Acesulfame-Potassium (Acesulfame-K) goes by the brand names Ace-K, Sunett and Sweet One. It is a combination of organic acid and potassium that is often blended with other sugar substitutes.
* 200 times sweeter than sugar
* 0 calories per gram
* Heat stable (can be used in cooking and baking)
* Produces no glycemic response
* ADI: 15 mg/kg body weight per day
Aspartame goes by the brand names Equal and NutraSweet. It is composed of two amino acids (proteins), aspartic acid and phenylalanine. Aspartame is one of the most thoroughly tested food additives, according to the FDA. People with the rare heredity disease phenylketonuria (PKU) should not consume aspartame.
* 160-220 times sweeter than sugar
* 4 calories per gram (metabolized as a protein), but because such a small amount is needed to sweeten foods and beverages, the calories provided by aspartame are considered negligable.
* Not heat stable (cannot be used in cooking or baking)
* Produces a limited glycemic response
* ADI: 50 mg/kg body weight per day
Neotame is one of the newest artificial sweeteners approved for use in packaged foods and beverages.
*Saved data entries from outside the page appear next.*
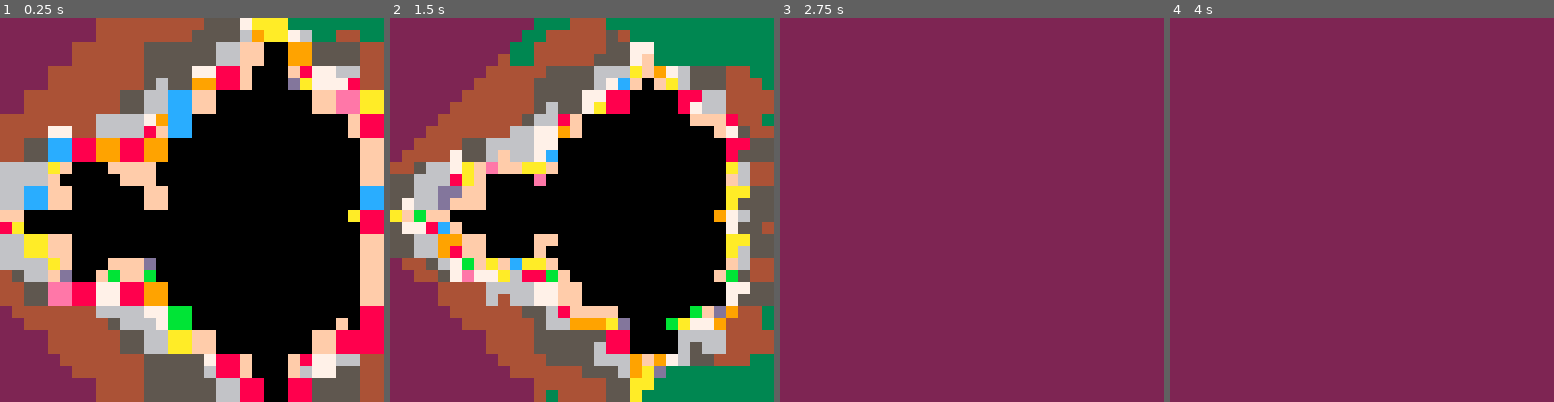
Above: before the commit, frames 1-4 (left to right).
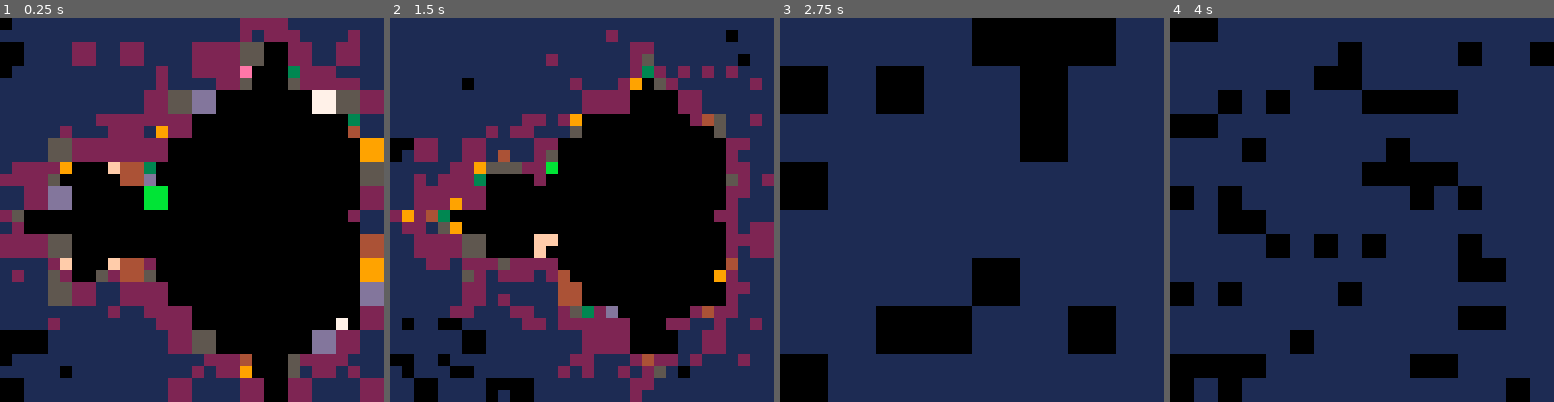
Above: after the commit, the same moments.

Repository: jcwilk/mandel1
Game: PICO-8 cartridge mandel1.p8
Same seed, same stepped clock (60 frames per second), same inputs: the game is played once before the commit and once after it.
Inputs:
- Up to frame 1 (0.25 s): no input
- Up to frame 2 (1.5 s): tap X (X key) at 0.33, 1.07 s; tap O (Z key) at 0.7 s
- Up to frame 3 (2.75 s): hold Right 1.6-2.1 s; tap O (Z key) at 1.7, 2.1, 2.5 s; tap X (X key) at 1.85 s; hold Up 2.15-2.42 s; hold Right from 2.47 s (still down)
- Up to frame 4 (4 s): tap O (Z key) at 2.9, 3.3, 3.7 s; tap X (X key) at 2.97 s; release Right at 3.03 s; hold Left 3.08-3.58 s; hold Down 3.63-3.97 s

The runs differ from the first frame. In frame 1, 61% of the frame differs, in the area x 0-100%, y 0-100%; in frame 2, 73%; in frame 3, 100%; in frame 4, 100%.

Commit message:
Make the colors randomly dithered and spread

Diff:
--- a/mandel1.p8
+++ b/mandel1.p8
@@ -6,6 +6,7 @@
 camx=-.5
 camy=0
 cam_width=2
+colors={1,2,5,4,3,9,13,6,15,14,12,8,11,10,7}
 function mandel(screenx,screeny)
  local x=(screenx/63.5 - 1)
  local y=(screeny/63.5 - 1)
@@ -15,7 +16,7 @@
  local zy=0
  for i=1,iterations do
   if abs(zx)+abs(zy) > cutoff then
-   return min(i,15)
+   return colors[1+flr(i/iterations*15+rnd()-.5)]
   end
 
   local next_zx = zx*zx-zy*zy + x
Not shown, changed: index.js
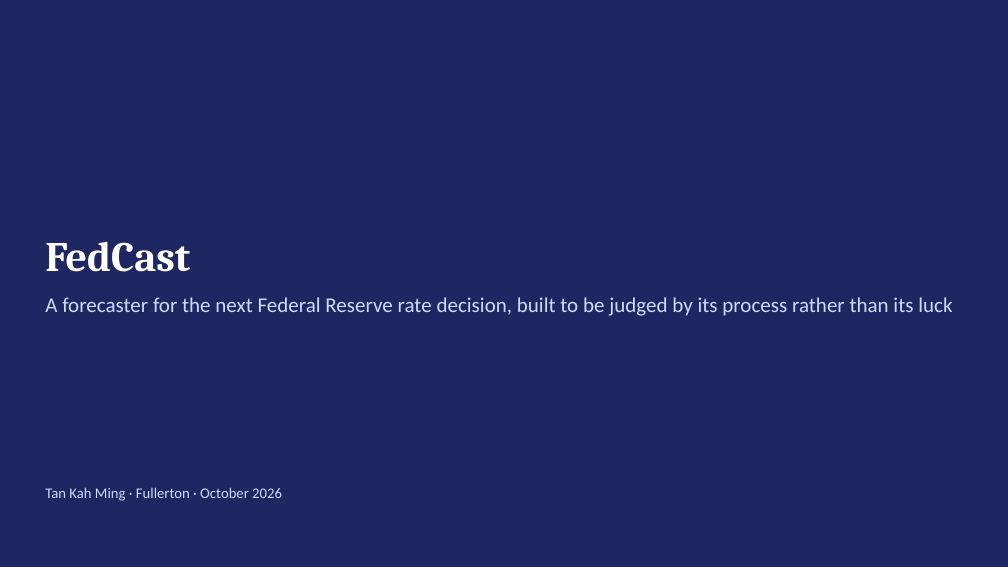
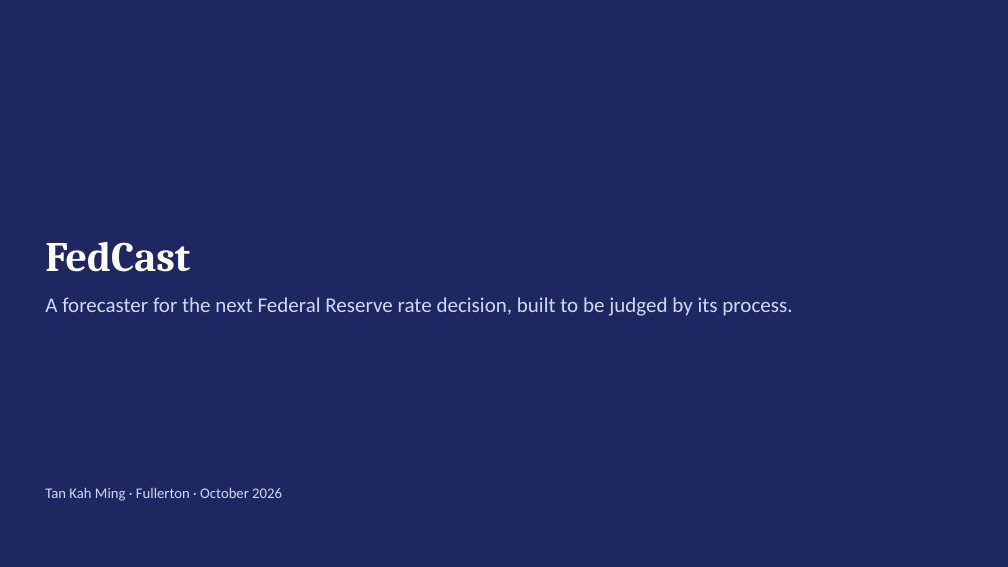
Before and after one commit to kmt112/fed-forecast, a slide deck: slide 1 of docs/FedCast_Fullerton.pptx. Drawn at 1008x567 pixels with LibreOffice and Linux fonts; fonts in the diff are those of the drawing. Boxes give left, top, right and bottom in pixels: in the first picture for what was removed or moved away, otherwise in the second. Text is boxed around its words. In the diff, an @@ line names an element or a change of style, - is before the commit and + after.

```diff
--- a/docs/FedCast_Fullerton.pptx
+++ b/docs/FedCast_Fullerton.pptx
@@ text at (45, 297, 792, 316): text changed @@
-A forecaster for the next Federal Reserve rate decision, built to be judged by its process rather than its luck
+A forecaster for the next Federal Reserve rate decision, built to be judged by its process.
```
Also in this commit, not shown: 7 other slides changed, 2 other files.

* 7,000-13,000 times sweeter than sugar
* 0 calories per gram
* Heat stable (can be used in cooking and baking)
* Produces no glycemic response
* ADI: 18 mg/kg body weight per day
* Rapidly metabolized and excreted
Saccharin goes by the brand names Necta Sweet, Sugar Twin and Sweet 'N Low.
* 200-700 times sweeter than sugar
* 0 calories per gram
* Heat stable (can be used in cooking and baking)
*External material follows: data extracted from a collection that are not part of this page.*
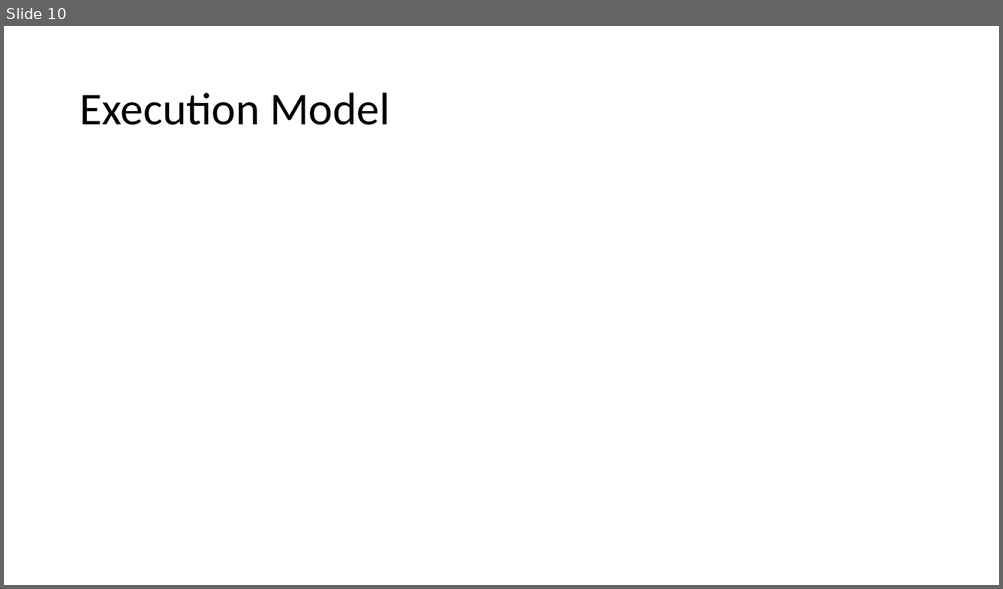
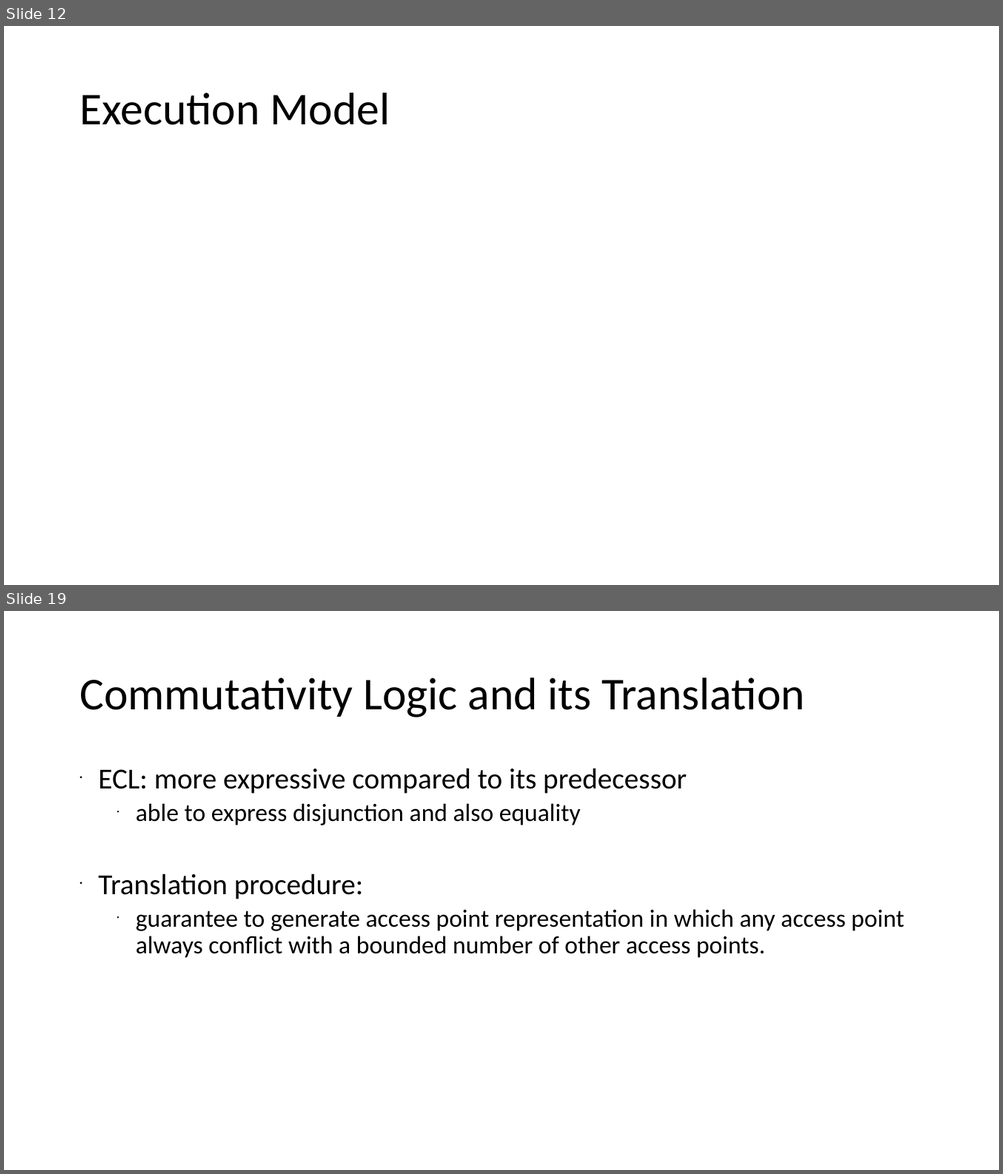
Before and after one commit to xiaohe27/Tasks, a slide deck: Slides/qual-presentation.ppt. Shown one above the other, each under a label of ours: slide 10 before the commit, slides 12 and 19 after it; the slides between them are not shown. The pictures are 1003x589 and 1003x1174 pixels, drawn with LibreOffice and Linux fonts; fonts in the diff are those of the drawing. Boxes give left, top, right and bottom in pixels: in the first picture for what was removed or moved away, otherwise in the second. Text is boxed around its words. In the diff, an @@ line names an element or a change of style, - is before the commit and + after.

Commit message:
add

```diff
--- a/Slides/qual-presentation.ppt
+++ b/Slides/qual-presentation.ppt
@@ slide 19 added at bbox=[4, 611, 999, 1170], background #FFFFFF @@
@@ title added at bbox=[79, 678, 805, 718], 44 pt, text #000000 @@
+Commutativity Logic and its Translation
@@ text added at bbox=[98, 768, 904, 958], 24 pt, text #000000 @@
+• ECL: more expressive compared to its predecessor
+  • able to express disjunction and also equality
+• Translation procedure:
+  • guarantee to generate access point representation in which any access point always conflict with a bounded number of other access points.
@@ what was slide 10 is now slide 12 @@
```
Also in this commit, not shown: 1 slide changed, 8 other slides added, 1 slide removed.

* Produces no glycemic response
* ADI: 15 mg/kg body weight per day
Stevia (Rebaudioside A) goes by the names PureVia, Sun Crystals and Truvia. It is a steviol glycoside, one component of the stevia plant that provides sweetness. It’s 250-300 times sweeter than sugar.
* 0 calories and 0 carbohydrates per gram
* ADI: 0-4 mg/kg body weight per day
* Metabolized by the body into steviol, which is not absorbed in the blood and therefore leaves the body unchanged
Sucralose goes by the brand name Splenda.
* 600 times sweeter than sugar
* 0 calories per gram
* Heat stable (can be used in cooking and baking)
* Produces no glycemic response
* ADI: 5mg/kg body weight per day
* Poorly absorbed and excreted unchanged
Sugar substitutes can offer calorie-conscious consumers a way to enjoy the taste of sweetness with little or no calories and no glycemic response. They may assist in weight management, blood glucose control, and the prevention of dental caries. Foods sweetened with sugar substitutes are lower in calories than food sweetened with caloric sweeteners and can be one component of a weight loss program. But remember, you need to control calories in your entire eating plan to lose weight. Removing the sugar from a soda, cookie or candy bar does not turn it into a health food. Without monitoring your portion size, you can still get too many calories and zero nutritional benefits from foods and drinks that contain artificial sweeteners.
We acknowledge and respect each member's personal choice to either incorporate sugar substitutes into their diets or not. We will continue to stay on top of the most current food and nutrition research and disseminate this information to our members when available.